Re: [DESIGN] ParallelAppend

Поиск
Список
Период
Сортировка
От Kouhei Kaigai
Тема Re: [DESIGN] ParallelAppend
Дата
Msg-id 9A28C8860F777E439AA12E8AEA7694F80111DA4F@BPXM15GP.gisp.nec.co.jp
обсуждение исходный текст
Ответ на [DESIGN] ParallelAppend  (Kouhei Kaigai <kaigai@ak.jp.nec.com>)
Ответы Re: [DESIGN] ParallelAppend  (Kouhei Kaigai <kaigai@ak.jp.nec.com>)
Re: [DESIGN] ParallelAppend  (Amit Langote <Langote_Amit_f8@lab.ntt.co.jp>)
Список pgsql-hackers
> On Sun, Jul 26, 2015 at 8:43 AM, Kouhei Kaigai <kaigai@ak.jp.nec.com> wrote:
> >
> > Hello,
> >
> > I'm recently working/investigating on ParallelAppend feature
> > towards the next commit fest.
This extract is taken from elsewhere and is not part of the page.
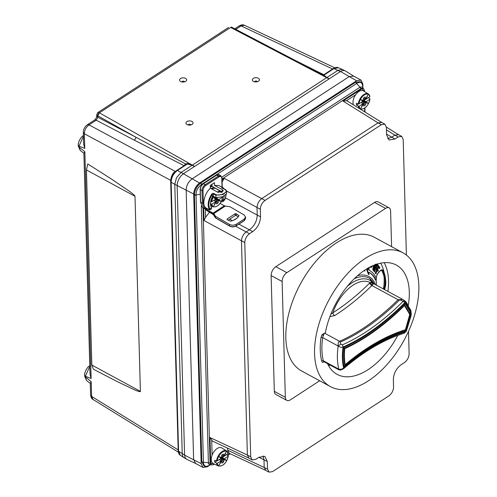 <?xml version="1.0" encoding="UTF-8"?>
<svg xmlns="http://www.w3.org/2000/svg" width="497" height="497" viewBox="0 0 497 497"><rect width="100%" height="100%" fill="white"/><g stroke="black" fill="none" stroke-linecap="round" stroke-linejoin="round"><path stroke-width="0.75" d="M384.1 276.947A62.156 34.815 -61.5 0 1 383.895 286.073M343.688 368.202L343.632 367.96A63.1 35.349 118.5 0 0 343.688 368.202L343.682 367.917A196.719 110.191 -61.5 0 1 405.894 331.741L405.776 331.673M403.974 333.325L406.105 331.244A1.18 0.335 17 0 0 406.372 331.12L411.149 315.458L410.92 310.507L405.459 301.511A1.18 0.932 -31.3 0 1 405.31 302.592L403.092 301.344C400.725 300.002 399.377 299.703 399.035 300.443A192.886 108.042 -61.5 0 1 340.408 342.066C339.96 342.091 340.11 342.775 340.861 344.11L342.414 344.837A194.694 109.06 -61.5 0 0 403.092 301.344L404.309 300.468L402.837 299.498L398.078 299.741L371.88 285.539A4.728 2.647 -61.5 0 1 372.222 285.228L370.178 282.594L371.271 282.302L372.309 282.538L372.564 283.097M342.414 344.837L343.079 346.751A63.1 35.349 118.5 0 0 343.054 347.049C341.582 347.577 339.96 347.229 338.19 346.011L340.861 344.11M374.241 283.992L372.533 281.333L372.284 282.489L370.7 280.793A36.163 20.259 118.5 0 0 347.285 286.384M357.598 275.661A38.996 21.843 -61.5 0 1 374.297 282.122L375.446 284.651M372.533 281.333L370.023 278.68A37.697 21.116 118.5 0 0 354.268 278.742M381.597 270.144A4.728 2.647 -61.5 0 1 381.951 270.741L383.38 274.356C384.628 277.792 384.746 281.961 383.727 286.868L383.274 288.894M97.822 115.789A2.361 1.348 -60.6 0 1 99.419 112.856L192.32 165.122L181.038 172.465L176.528 177.665L174.782 184.257L182.231 453.736C182.318 455.799 183.002 457.178 184.275 457.867L185.866 458.731M186.909 121.616A3.547 2.112 178.4 0 1 191.923 121.436A3.547 2.112 178.4 0 1 192.072 124.418A3.547 2.112 178.4 0 1 191.917 124.517A3.547 2.112 178.4 0 1 187.152 124.648A3.547 2.112 178.4 0 1 186.909 121.616M190.718 124.977A1.18 0.702 -1.6 0 0 190.351 124.393A1.18 0.702 -1.6 0 0 188.686 124.449A1.18 0.702 -1.6 0 0 188.375 125.039M180.517 78.551A3.547 2.112 178.4 0 1 185.524 78.371A3.547 2.112 178.4 0 1 185.679 81.353A3.547 2.112 178.4 0 1 185.518 81.446A3.547 2.112 178.4 0 1 180.759 81.576A3.547 2.112 178.4 0 1 180.517 78.551M184.325 81.912A1.18 0.702 -1.6 0 0 183.958 81.322A1.18 0.702 -1.6 0 0 182.287 81.384A1.18 0.702 -1.6 0 0 181.983 81.974M253.284 78.414A3.547 2.112 178.4 0 1 258.297 78.234A3.547 2.112 178.4 0 1 258.446 81.216A3.547 2.112 178.4 0 1 258.291 81.309A3.547 2.112 178.4 0 1 253.532 81.446A3.547 2.112 178.4 0 1 253.284 78.414M257.092 81.775A1.18 0.702 -1.6 0 0 256.732 81.185A1.18 0.702 -1.6 0 0 255.06 81.247A1.18 0.702 -1.6 0 0 254.75 81.837M134.227 140.104L184.083 165.694L185.586 163.929L135.762 137.135A2.361 1.398 -62.3 0 1 134.227 140.104L96.238 120.199L97.847 117.267A3.547 2.112 178.4 0 1 96.778 115.813L96.778 115.813C96.611 117.497 95.84 118.932 94.473 120.119A3.547 2.044 56.9 0 1 94.473 120.119A3.547 2.044 56.9 0 1 96.238 120.199L89.044 124.877L175.298 171.415L176.348 170.726M178.33 450.344L180.287 455.202C179.137 454.612 178.442 453.115 178.199 450.717L170.763 181.722C170.477 178.056 172.465 174.31 176.721 170.471L185.648 164.731L185.586 163.929L188.034 163.507L192.32 165.122L326.709 77.65L230.633 27.447L231.764 27.242M376.136 277.898L377.409 273.772L380.36 270.542C381.696 269.492 382.709 269.647 383.404 271.002L384.268 273.251A0.472 0.36 159 0 1 383.597 273.406L384.138 274.766C385.535 278.264 385.653 282.433 384.479 287.272L384.032 289.304M376.148 280.028L376.446 285.191L376.13 280.122M377.093 270.598L377.944 271.374L378.341 270.436L377.614 269.331L378.546 267.336L379.404 268.616L379.876 267.721L378.844 266.181L375.85 273.598L377.217 270.275L377.944 271.374M378.403 267.622L379.404 268.616M377.937 266.628L377.037 268.479M376.614 269.455L375.278 273.294L376.018 273.853M375.813 268.697L376.701 269.504L377.093 268.56L376.328 267.442L377.26 265.448L378.142 266.74L378.615 265.839L377.552 264.286L374.558 271.704L375.937 268.386L376.701 269.504M377.124 265.727L378.142 266.74M376.962 264.124L376.763 264.497M374.247 270.53L373.993 271.399L374.738 271.965M373.949 265.212L372.849 269.088L373.247 270.343L374.017 270.703L376.869 264.087M370.017 267.038L370.924 267.61L373.235 265.51M368.575 267.628L366.811 270.088L368.37 274.238L369.01 274.586A35.455 29.366 116.8 0 1 368.923 272.257A42.779 23.962 -61.5 0 1 369.271 272.437A42.779 23.962 -61.5 0 1 376.086 280.364A35.455 26.813 157 0 1 376.453 278.6A44.668 25.024 118.5 0 0 369.333 270.318A44.668 25.024 118.5 0 0 368.973 270.132A35.455 29.366 116.8 0 1 369.147 267.939L367.413 270.418L369.01 274.586M376.086 280.364L375.471 280.035A42.779 23.962 118.5 0 0 368.96 272.275M397.799 335.407A62.156 34.815 -61.5 0 1 368.091 369.638A62.156 34.815 -61.5 0 1 337.078 374.353A62.156 34.815 -61.5 0 1 327.529 363.636M323.286 333.916A1.18 0.826 -178.5 0 0 323.957 333.984L323.448 335.518L322.056 334.649L323.876 333.555A3.547 1.988 118.5 0 1 324.547 333.152A192.544 107.855 118.5 0 0 325.361 332.791A62.156 34.815 -61.5 0 1 365.326 269.778A62.156 34.815 -61.5 0 1 396.339 265.069A62.156 34.815 -61.5 0 1 408.174 305.978M372.054 282.134L372.247 280.979A2.361 1.82 -32 0 0 372.004 282.06M365.015 258.577A76.103 42.63 -61.5 0 1 402.986 252.811A76.103 42.63 -61.5 0 1 415.368 312.321A76.103 42.63 -61.5 0 1 368.395 380.839A76.103 42.63 -61.5 0 1 330.43 386.61A76.103 42.63 -61.5 0 1 318.049 327.101A76.103 42.63 -61.5 0 1 365.015 258.577M402.986 252.811L374.241 237.224A76.103 42.63 118.5 0 0 336.276 242.996A76.103 42.63 118.5 0 0 289.31 311.513A76.103 42.63 118.5 0 0 301.691 371.023L330.43 386.61M363.493 98.071A5.119 2.87 -61.5 0 1 364.326 97.412A5.119 2.87 -61.5 0 1 365.158 96.99L365.444 98.978L367.811 95.175L366.003 99.232L369.836 96.741A8.082 4.529 118.5 0 0 364.258 95.039A8.082 4.529 118.5 0 0 358.971 103.811L362.804 101.313L362.375 100.469L363.543 99.959L363.493 98.071M221.581 457.389L219.09 456.743L220.631 457.507L221.581 457.389L221.743 455.109A5.119 2.87 -61.5 0 1 222.575 454.451A5.119 2.87 -61.5 0 1 223.414 454.022L223.681 456.022L226.06 452.208L224.253 456.271L223.619 456.047M210.33 187.17L212.051 186.425L211.995 184.325M205.466 208.641L213.275 214.089M211.2 188.661L213.772 187.357L222.345 192.01M212.051 186.425L213.772 187.357M204.335 208.578L202.428 207.491L204.335 208.578L206.218 208.218L208.473 209.442C209.56 210.188 209.784 210.063 209.15 209.063C207.255 204.969 208.125 199.943 211.765 193.985L213.455 193.302L216.033 194.706C221.109 196.601 230.291 190.624 224.433 189.233L221.855 187.835L221.848 187.419L223.234 187.885L218.928 185.549L214.567 185.462L222.314 189.661L222.376 191.985M222.314 189.661L223.277 190.798L218.102 192.401L210.361 188.201C204.199 193.675 201.676 205.336 206.056 208.094L206.131 208.007M214.567 185.462L214.493 182.697L210.281 185.437L210.361 188.201M225.967 194.749L225.24 198.831L223.395 200.036L223.122 200.807L221.948 200.167M209.15 209.063L209.784 208.895C207.951 204.95 208.79 200.105 212.306 194.364L213.288 193.749L215.872 195.147L215.94 197.669L222.799 196.713L226.663 193.662L226.607 191.5C227.117 191.382 226.421 190.637 224.514 189.251L221.817 187.922M216.033 194.706L215.872 195.147L223.072 194.588L226.607 191.5M213.362 196.272L215.94 197.669M213.455 193.302L213.362 196.265L212.374 196.812C210.069 201.484 209.821 205.112 211.629 207.69L211.194 209.125L210.014 209.896L209.784 208.895L211.629 207.69M223.395 200.036L224.333 195.893M222.414 188.114L224.178 189.071M220.121 203.391L224.482 205.876L213.145 213.25L213.772 213.343L214.12 214.94M213.847 214.822L214.294 215.102M213.772 213.343L215.443 216.245L229.515 224.408C231.801 225.495 234.025 225.458 236.199 224.296L244.294 219.028L245.574 217.046L244.089 214.921L230.018 206.758L224.482 205.876M213.145 213.25L212.952 213.182C210.846 211.362 206.659 210.846 206.093 207.982M238.777 216.04L238.777 215.232L238.97 215.679C237.523 218.338 234.683 220.183 230.453 221.227L227.104 219.618L227.073 219.003L227.067 219.599M227.104 219.618L227.073 219.003L235.168 213.735L236.168 213.716L236.162 215.586L235.162 215.599L228.098 220.196M238.262 216.804L236.162 215.586M238.97 215.679L236.168 213.716M233.205 220.37L236.876 218.239M212.057 189.121A8.915 4.995 -61.5 0 1 216.282 188.767L221.115 191.792A8.555 4.79 118.5 0 0 217.332 191.985M225.445 205.988L213.921 213.486L213.952 215.704L214.424 216.071M212.952 213.927L213.965 214.741M221.14 201.832L222.532 201.745L223.122 200.807M225.24 198.831L223.718 200.968L222.532 201.745M222.035 187.232L221.786 178.336C221.569 176.485 220.618 176.006 218.947 176.901L218.413 176.05L205.137 184.691C203.18 186.195 202.136 188.164 202.006 190.593L202.354 203.124L204.149 208.429L206.056 208.094L208.709 209.411M221.848 187.419L222.016 188.04M211.765 193.985L212.306 194.364L212.374 196.812M205.671 185.536C204.006 186.822 203.118 188.493 203.006 190.556L202.006 190.593L200.285 189.661C200.415 187.232 201.459 185.263 203.416 183.76L205.137 184.691L205.671 185.536L218.947 176.901M216.325 197.831L216.108 198.228L213.623 197.582L215.586 199.191L215.158 198.346L216.108 198.228M215.158 198.346L213.623 197.582M215.549 201.937L216.214 201.956L213.847 205.758L215.655 201.695L213.878 200.303L216.257 201.931M214.797 200.968L216.214 201.956M216.443 202.055L216.493 203.944A5.119 2.87 -61.5 0 0 218.164 202.857L218.313 200.589L215.226 198.471M215.114 199.496L218.164 202.857M218.313 200.589L218.32 199.943L215.313 198.328M216.263 198.067L218.829 199.614L218.32 199.943L220.817 201.223L218.848 199.614L222.681 197.123L222.693 196.675L222.681 197.123A8.082 4.529 118.5 0 1 217.4 205.895A8.082 4.529 118.5 0 1 211.821 204.192L215.655 201.695M218.326 200.577L220.817 201.223M213.704 196.458A8.082 4.529 118.5 0 0 211.753 201.683L215.586 199.191M216.94 198.346L217.326 198.098M212.865 200.962L213.803 200.39L214.493 200.745M211.753 201.683L210.635 201.627M210.424 203.745L211.821 204.192M211.231 201.801L210.529 202.26M360.58 81.812L355.603 82.235L200.571 183.144C196.98 186.077 194.93 189.848 194.42 194.464L196.029 195.141A2.361 1.404 -1.6 0 1 194.42 194.855L201.801 461.868L204.143 466.13M196.029 195.141L203.416 462.154A2.361 1.404 178.4 0 1 201.801 461.868M203.416 462.154L201.807 461.98L204.099 466.111M362.798 86.596A2.361 1.404 -1.6 0 0 362.798 86.584A2.361 1.404 -1.6 0 0 362.798 86.571L362.81 88.721C362.965 87.137 362.027 86.633 360.008 87.224L356.641 83.484A2.361 1.361 56.9 0 0 355.51 82.297M362.791 86.484L362.791 86.497C362.363 82.359 360.337 81.334 356.716 83.44L355.603 82.235M360.53 81.775L355.846 82.092M356.641 83.484L201.801 184.269A2.361 1.361 -123.1 0 0 200.67 183.082M194.42 194.464C194.793 189.779 196.843 186.008 200.571 183.144L201.726 184.319C198.023 186.984 196.122 190.562 196.029 195.054L200.266 194.197M391.586 246.63L390.599 210.921A7.088 3.97 118.5 0 0 389.12 207.852A7.088 3.97 118.5 0 0 385.585 208.386L286.831 272.66A7.088 3.97 118.5 0 0 282.134 281.519L285.334 397.327A7.088 3.97 118.5 0 0 286.812 400.402A7.088 3.97 118.5 0 0 290.347 399.861L319.67 380.777M389.12 207.852L378.105 201.875A7.088 3.97 118.5 0 0 374.57 202.416L275.816 266.69A7.088 3.97 118.5 0 0 271.12 275.549L274.319 391.356A7.088 3.97 118.5 0 0 275.798 394.425L286.812 400.402M408.503 331.325L409.124 353.721C408.932 357.368 407.366 360.319 404.428 362.574L401.178 364.686C396.283 368.451 393.674 373.365 393.357 379.441L393.562 387.045C393.369 390.692 391.804 393.636 388.865 395.898L272.536 471.616L269.001 472.15L267.523 469.081L267.311 461.477L264.851 456.358L258.962 457.259L255.713 459.371L252.178 459.905L250.705 456.836L244.779 242.579C244.971 238.933 246.537 235.982 249.475 233.727L252.725 231.614C257.62 227.856 260.229 222.936 260.546 216.86L260.341 209.256C260.534 205.615 262.099 202.664 265.038 200.409L381.367 124.685L384.902 124.151L386.38 127.22L386.591 134.824L389.052 139.949L394.941 139.048L398.19 136.936L401.725 136.402L403.197 139.464L406.397 255.054M353.442 104.842A8.915 4.995 118.5 0 1 353 102.606A8.915 4.995 -61.5 0 1 355.616 94.79A8.915 4.995 -61.5 0 1 362.263 90.466A8.915 4.995 -61.5 0 1 363.506 90.889L368.333 93.921A8.555 4.79 118.5 0 0 362.319 95.797A8.555 4.79 118.5 0 0 358.312 103.898L358.971 103.811M223.855 455.749L224.234 456.271L228.098 453.426A8.555 4.79 118.5 0 0 226.589 450.953L221.755 447.927A8.915 4.995 -61.5 0 0 212.126 455.103A8.915 4.995 -61.5 0 0 211.25 459.644A8.915 4.995 118.5 0 0 212.343 462.9A8.915 4.995 118.5 0 0 213.263 463.583L218.438 465.981C223.122 466.459 226.402 463.161 228.285 456.091M201.801 184.269L201.944 184.834M398.19 136.936L394.866 135.134L391.624 137.247L387.641 138.626M386.455 129.903L394.866 135.134L398.569 134.693M262.981 455.898L263.988 459.675L264.199 467.279L265.727 470.379L269.001 472.15M265.789 470.411L229.266 453.332L227.676 450.207L227.62 448.182M248.972 458.159L212.449 441.087L209.995 437.559L247.382 455.035L248.91 458.128L252.178 459.905M211.498 464.894L213.555 464.639A1.18 0.683 -123.1 0 0 213.772 464.111L212.356 463.397L210.716 463.477L211.467 464.894L210.734 464.552L210.088 463.173L210.716 463.477L209.995 437.559M201.297 205.839L208.398 462.744L203.416 462.235C203.751 466.341 205.777 467.36 209.498 465.31M210.629 464.496L209.454 465.341M203.031 207.864L210.088 463.173L208.398 462.744C208.342 464.378 209.274 464.875 211.206 464.241M381.69 122.411L347.422 101.096L346.44 100.767L342.967 101.065L361.828 88.789L363.5 88.603L362.816 88.174L361.232 88.429L361.828 88.789A1.18 0.683 56.9 0 1 362.68 90.193L364.102 90.908L364.084 89.926L364.115 91.268M260.341 209.256L257.017 207.454C257.278 203.851 258.844 200.9 261.714 198.607L224.253 178.336L222.091 182.057M226.464 190.929L257.017 207.454L257.229 215.058C256.968 221.171 254.358 226.085 249.401 229.813L246.152 231.925C243.281 234.23 241.716 237.181 241.455 240.778L247.382 455.035L250.705 456.836M203.658 208.206L204 220.506L205.553 217.363L209.566 212.113M221.855 177.137L359.934 87.261A2.361 1.361 -123.1 0 0 361.139 88.491L360.008 87.224M381.367 124.685L378.049 122.883L381.746 122.448M342.967 101.065L378.049 122.883L261.714 198.607L265.038 200.409M221.749 455.221L223.681 456.022M221.016 461.098L221.681 461.117L219.32 464.919L221.128 460.856L219.345 459.464M220.27 460.129L221.681 461.117M221.91 461.216L221.966 463.105A5.119 2.87 -61.5 0 0 223.631 462.017L223.787 459.75L220.693 457.631M220.587 458.656L223.631 462.017M223.787 459.75L223.787 459.098L220.786 457.482M221.73 457.221L224.302 458.774L223.787 459.098L226.284 460.384L224.321 458.774L228.154 456.283L228.16 455.836L228.154 456.283A8.082 4.529 118.5 0 1 222.867 465.055A8.082 4.529 118.5 0 1 217.295 463.353L221.128 460.856M223.799 459.737L226.284 460.384M220.631 457.507L221.059 458.352L219.09 456.743M224.023 456.215L221.749 455.389M228.098 453.426L228.086 453.773A8.082 4.529 118.5 0 0 222.507 452.071A8.082 4.529 118.5 0 0 217.226 460.843L221.059 458.352M222.414 457.507L223.339 456.905L221.786 456.681M223.165 455.948A3.709 2.075 -61.5 0 1 223.06 456.824L223.339 456.905M218.332 460.123L219.276 459.545L219.966 459.905M217.226 460.843L214.71 460.328A8.679 4.858 -61.5 0 0 214.679 461.309A8.679 4.858 -61.5 0 0 214.76 462.222L216.704 460.961M214.76 462.222L217.295 463.353M226.539 454.562L228.16 455.836M224.004 456.209L223.06 456.824M363.5 98.189L365.432 98.984M362.375 100.469L360.841 99.711L362.804 101.313M363.326 100.351L360.841 99.711M362.767 104.066L363.431 104.078L361.064 107.88L362.878 103.817L361.095 102.425L363.475 104.053M362.021 103.096L363.431 104.078M363.661 104.184L363.717 106.066A5.119 2.87 -61.5 0 0 365.382 104.979L365.531 102.711L362.443 100.593M362.338 101.618L365.382 104.979M365.531 102.711L365.537 102.065L362.537 100.45M363.481 100.189L366.053 101.742L365.537 102.065L368.035 103.345L366.072 101.742L369.905 99.245L369.911 98.804L369.905 99.245A8.082 4.529 118.5 0 1 364.618 108.017A8.082 4.529 118.5 0 1 359.045 106.315L362.878 103.817M365.55 102.699L368.035 103.345M364.096 98.536L363.5 98.35M364.108 98.512L365.773 99.176L364.804 99.791A3.709 2.075 -61.5 0 0 364.916 98.915M365.606 98.717L365.985 99.238L365.37 99.015M364.164 100.469L365.09 99.866L363.537 99.642M360.083 103.084L361.021 102.512L361.717 102.867M369.849 96.393L369.836 96.741L369.849 96.393A8.555 4.79 118.5 0 0 368.333 93.921L369.967 96.524M358.449 103.929L356.511 105.19A8.679 4.858 -61.5 0 1 356.43 104.277A8.679 4.858 -61.5 0 1 356.461 103.289L358.312 103.898M356.511 105.19L359.045 106.315M368.289 97.524L369.911 98.804M244.779 242.579L204 220.506M249.475 233.727L235.659 226.247M267.523 469.081L227.676 450.207M375.875 264.18L373.725 269.362M404.415 305.624A199.409 111.701 -61.5 0 1 344.769 348.67A60.417 33.846 118.5 0 0 345.21 364.618L344.825 365.363A198.8 111.359 -61.5 0 1 405.26 330.269L409.373 315.8A2.988 1.671 118.5 0 0 409.317 313.7L404.415 305.624L404.85 303.356A197.589 110.682 -61.5 0 1 343.545 347.552A62.231 34.858 118.5 0 0 344.079 366.854A197.589 110.682 -61.5 0 1 405.62 331.089L410.336 315.62A4.728 1.336 17 0 0 409.696 315.744A3.591 2.013 118.5 0 0 409.627 313.216L404.558 304.866A198.8 111.359 -61.5 0 1 344.353 348.298L343.545 347.552M344.769 348.67L344.353 348.298A61.025 34.181 118.5 0 0 344.825 365.363L344.079 366.854M340.457 370.097L338.768 369.737L338.83 369.19L340.482 370.097L343.458 368.817C363.897 351.261 384.144 339.414 404.204 333.263L406.372 331.12M343.092 346.757L343.104 347.03A196.719 110.191 -61.5 0 0 405.08 302.375L404.931 300.977L403.601 301.163L403.639 301.524M372.613 265.783L370.868 266.603M374.005 269.517L373.887 267.92L375.39 264.311M373.924 269.169L374.284 269.666M374.154 268.771L374.707 269.07L374.483 269.473M374.421 268.169L374.968 268.467L374.707 269.07M375.397 265.814L375.931 266.106L374.968 268.467M375.651 265.162L376.186 265.448L375.931 266.106M375.819 264.615L376.347 264.901L376.186 265.448M376.217 264.367L376.347 264.901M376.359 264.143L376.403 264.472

Below is my design proposal.
> >
> > 1. Concept
> > ----------
> > Its concept is quite simple anybody might consider more than once.
> > ParallelAppend node kicks background worker process to execute
> > child nodes in parallel / asynchronous.
> > It intends to improve the performance to scan a large partitioned
> > tables from standpoint of entire throughput, however, latency of
> > the first multi-hundred rows are not scope of this project.
> > From standpoint of technology trend, it primarily tries to utilize
> > multi-cores capability within a system, but also enables to expand
> > distributed database environment using foreign-tables inheritance
> > features.
> > Its behavior is very similar to Funnel node except for several
> > points, thus, we can reuse its infrastructure we have had long-
> > standing discussion through the v9.5 development cycle.
> >
> > 2. Problems to be solved
> > -------------------------
> > Typical OLAP workloads takes tons of tables join and scan on large
> > tables which are often partitioned, and its KPI is query response
> > time but very small number of sessions are active simultaneously.
> > So, we are required to run a single query as rapid as possible even
> > if it consumes larger computing resources than typical OLTP workloads.
> >
> > Current implementation to scan heap is painful when we look at its
> > behavior from the standpoint - how many rows we can read within a
> > certain time, because of synchronous manner.
> > In the worst case, when SeqScan node tries to fetch the next tuple,
> > heap_getnext() looks up a block on shared buffer, then ReadBuffer()
> > calls storage manager to read the target block from the filesystem
> > if not on the buffer. Next, operating system makes the caller
> > process slept until required i/o get completed.
> > Most of the cases are helped in earlier stage than the above worst
> > case, however, the best scenario we can expect is: the next tuple
> > already appear on top of the message queue (of course visibility
> > checks are already done also) with no fall down to buffer manager
> > or deeper.
> > If we can run multiple scans in parallel / asynchronous, CPU core
> > shall be assigned to another process by operating system, thus,
> > it eventually improves the i/o density and enables higher processing
> > throughput.
> > Append node is an ideal point to be parallelized because
> > - child nodes can have physically different location by tablespace,
> >   so further tuning is possible according to the system landscape.
> > - it can control whether subplan is actually executed on background
> >   worker, per subplan basis. If subplan contains large tables and
> >   small tables, ParallelAppend may kick background worker to scan
> >   large tables only, but scan on small tables are by itself.
> > - Like as Funnel node, we don't need to care about enhancement of
> >   individual node types. SeqScan, IndexScan, ForeignScan or others
> >   can perform as usual, but actually in parallel.
> >
> >
> > 3. Implementation
> > ------------------
> > * Plan & Cost
> >
> > ParallelAppend shall appear where Appen can appear except for the
> > usage for dummy. So, I'll enhance set_append_rel_pathlist() to add
> > both of AppendPath and ParallelAppendPath with cost for each.
> >
> 
> Is there a real need to have new node like ParallelAppendPath?
> Can't we have Funnel node beneath AppendNode and then each
> worker will be responsible to have SeqScan on each inherited child
> relation.  Something like
> 
> Append
>    ---> Funnel
>       --> SeqScan rel1
>       --> SeqScan rel2
>
If Funnel can handle both of horizontal and vertical parallelism,
it is a great simplification. I never stick a new node.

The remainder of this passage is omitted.